Task objective. Filter the lines below, copying only those with the string "bigWig".

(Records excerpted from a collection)
+ + + + +

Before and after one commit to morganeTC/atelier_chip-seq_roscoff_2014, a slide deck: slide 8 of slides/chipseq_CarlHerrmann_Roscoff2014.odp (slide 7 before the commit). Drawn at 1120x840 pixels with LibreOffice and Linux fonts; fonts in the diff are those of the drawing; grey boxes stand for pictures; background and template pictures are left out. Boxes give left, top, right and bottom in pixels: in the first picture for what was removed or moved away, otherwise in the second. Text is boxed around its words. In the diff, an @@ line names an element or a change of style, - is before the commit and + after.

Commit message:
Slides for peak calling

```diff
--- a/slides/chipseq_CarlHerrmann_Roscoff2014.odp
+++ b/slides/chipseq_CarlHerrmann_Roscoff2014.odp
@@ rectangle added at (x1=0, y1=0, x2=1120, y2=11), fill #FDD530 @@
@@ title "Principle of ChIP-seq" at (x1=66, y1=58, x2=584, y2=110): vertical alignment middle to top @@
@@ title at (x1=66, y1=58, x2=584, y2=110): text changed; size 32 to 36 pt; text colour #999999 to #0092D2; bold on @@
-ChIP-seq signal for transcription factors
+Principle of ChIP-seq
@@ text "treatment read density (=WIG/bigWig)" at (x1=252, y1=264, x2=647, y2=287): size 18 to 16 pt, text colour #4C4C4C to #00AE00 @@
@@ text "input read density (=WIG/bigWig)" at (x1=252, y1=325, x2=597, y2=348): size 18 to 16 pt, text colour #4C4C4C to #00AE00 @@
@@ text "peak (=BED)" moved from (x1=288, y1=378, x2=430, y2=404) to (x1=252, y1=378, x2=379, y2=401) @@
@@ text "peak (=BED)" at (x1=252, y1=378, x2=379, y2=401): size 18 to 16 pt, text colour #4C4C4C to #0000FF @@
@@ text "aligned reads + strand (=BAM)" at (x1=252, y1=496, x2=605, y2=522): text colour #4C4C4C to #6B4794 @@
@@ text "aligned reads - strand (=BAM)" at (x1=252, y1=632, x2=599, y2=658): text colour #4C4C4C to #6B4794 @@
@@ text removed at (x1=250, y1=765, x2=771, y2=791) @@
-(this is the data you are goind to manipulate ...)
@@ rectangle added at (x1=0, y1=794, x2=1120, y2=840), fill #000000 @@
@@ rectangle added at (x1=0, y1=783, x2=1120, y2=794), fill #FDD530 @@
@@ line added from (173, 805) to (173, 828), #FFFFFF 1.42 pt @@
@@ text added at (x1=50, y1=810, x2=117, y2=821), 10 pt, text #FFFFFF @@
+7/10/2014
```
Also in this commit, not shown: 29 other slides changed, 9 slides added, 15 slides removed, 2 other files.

+ + + + +

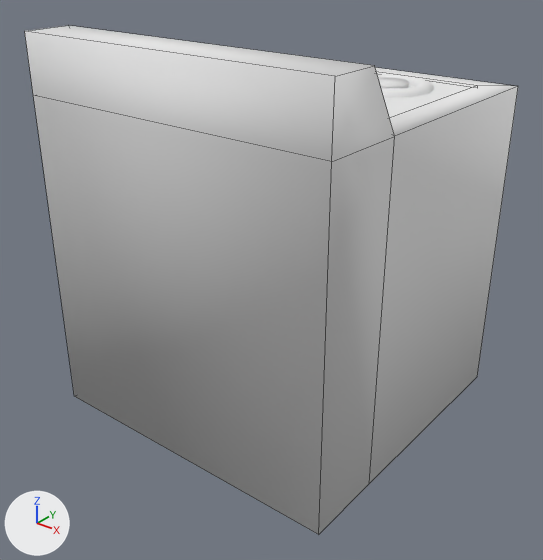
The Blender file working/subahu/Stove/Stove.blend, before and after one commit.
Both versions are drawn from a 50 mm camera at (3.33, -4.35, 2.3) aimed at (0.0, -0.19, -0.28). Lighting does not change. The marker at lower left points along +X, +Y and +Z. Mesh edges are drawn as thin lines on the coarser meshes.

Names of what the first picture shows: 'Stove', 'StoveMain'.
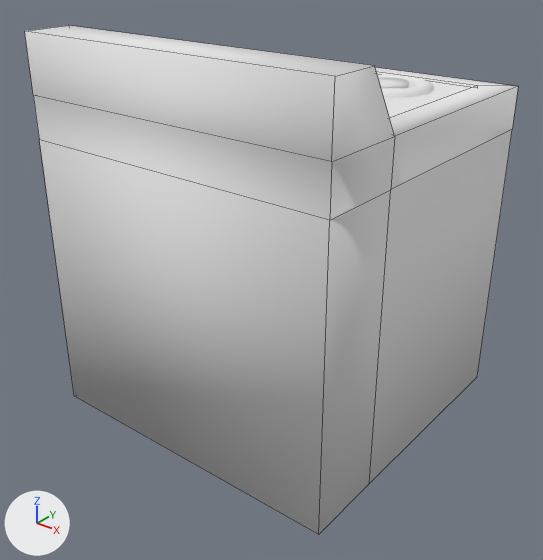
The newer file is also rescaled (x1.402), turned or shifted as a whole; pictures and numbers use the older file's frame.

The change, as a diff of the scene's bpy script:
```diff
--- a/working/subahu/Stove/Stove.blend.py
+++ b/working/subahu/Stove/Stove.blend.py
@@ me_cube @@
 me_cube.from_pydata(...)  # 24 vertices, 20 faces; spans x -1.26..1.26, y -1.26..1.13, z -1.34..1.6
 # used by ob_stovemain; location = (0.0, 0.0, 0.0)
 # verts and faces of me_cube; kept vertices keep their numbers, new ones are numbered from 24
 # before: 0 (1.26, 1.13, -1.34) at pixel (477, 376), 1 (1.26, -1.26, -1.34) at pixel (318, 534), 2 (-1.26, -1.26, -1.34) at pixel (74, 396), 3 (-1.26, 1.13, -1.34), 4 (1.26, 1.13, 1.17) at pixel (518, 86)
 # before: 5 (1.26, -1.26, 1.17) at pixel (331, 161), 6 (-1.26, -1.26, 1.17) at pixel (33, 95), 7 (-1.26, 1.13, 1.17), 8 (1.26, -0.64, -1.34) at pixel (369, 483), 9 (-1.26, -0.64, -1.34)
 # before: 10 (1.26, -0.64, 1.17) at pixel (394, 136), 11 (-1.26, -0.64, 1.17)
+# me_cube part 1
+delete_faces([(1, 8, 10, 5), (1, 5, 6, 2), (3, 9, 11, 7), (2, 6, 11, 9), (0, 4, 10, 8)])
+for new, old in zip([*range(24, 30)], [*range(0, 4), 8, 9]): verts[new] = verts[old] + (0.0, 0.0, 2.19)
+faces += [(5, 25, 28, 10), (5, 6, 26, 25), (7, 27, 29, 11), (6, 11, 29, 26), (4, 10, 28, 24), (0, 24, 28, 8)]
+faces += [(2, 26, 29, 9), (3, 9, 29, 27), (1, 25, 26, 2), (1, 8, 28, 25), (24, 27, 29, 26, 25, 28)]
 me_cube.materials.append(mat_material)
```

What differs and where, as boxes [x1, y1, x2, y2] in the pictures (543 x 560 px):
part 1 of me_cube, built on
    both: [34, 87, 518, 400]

+ + + + +

Response to the task.
@@ text "treatment read density (=WIG/bigWig)" at (x1=252, y1=264, x2=647, y2=287): size 18 to 16 pt, text colour #4C4C4C to #00AE00 @@
@@ text "input read density (=WIG/bigWig)" at (x1=252, y1=325, x2=597, y2=348): size 18 to 16 pt, text colour #4C4C4C to #00AE00 @@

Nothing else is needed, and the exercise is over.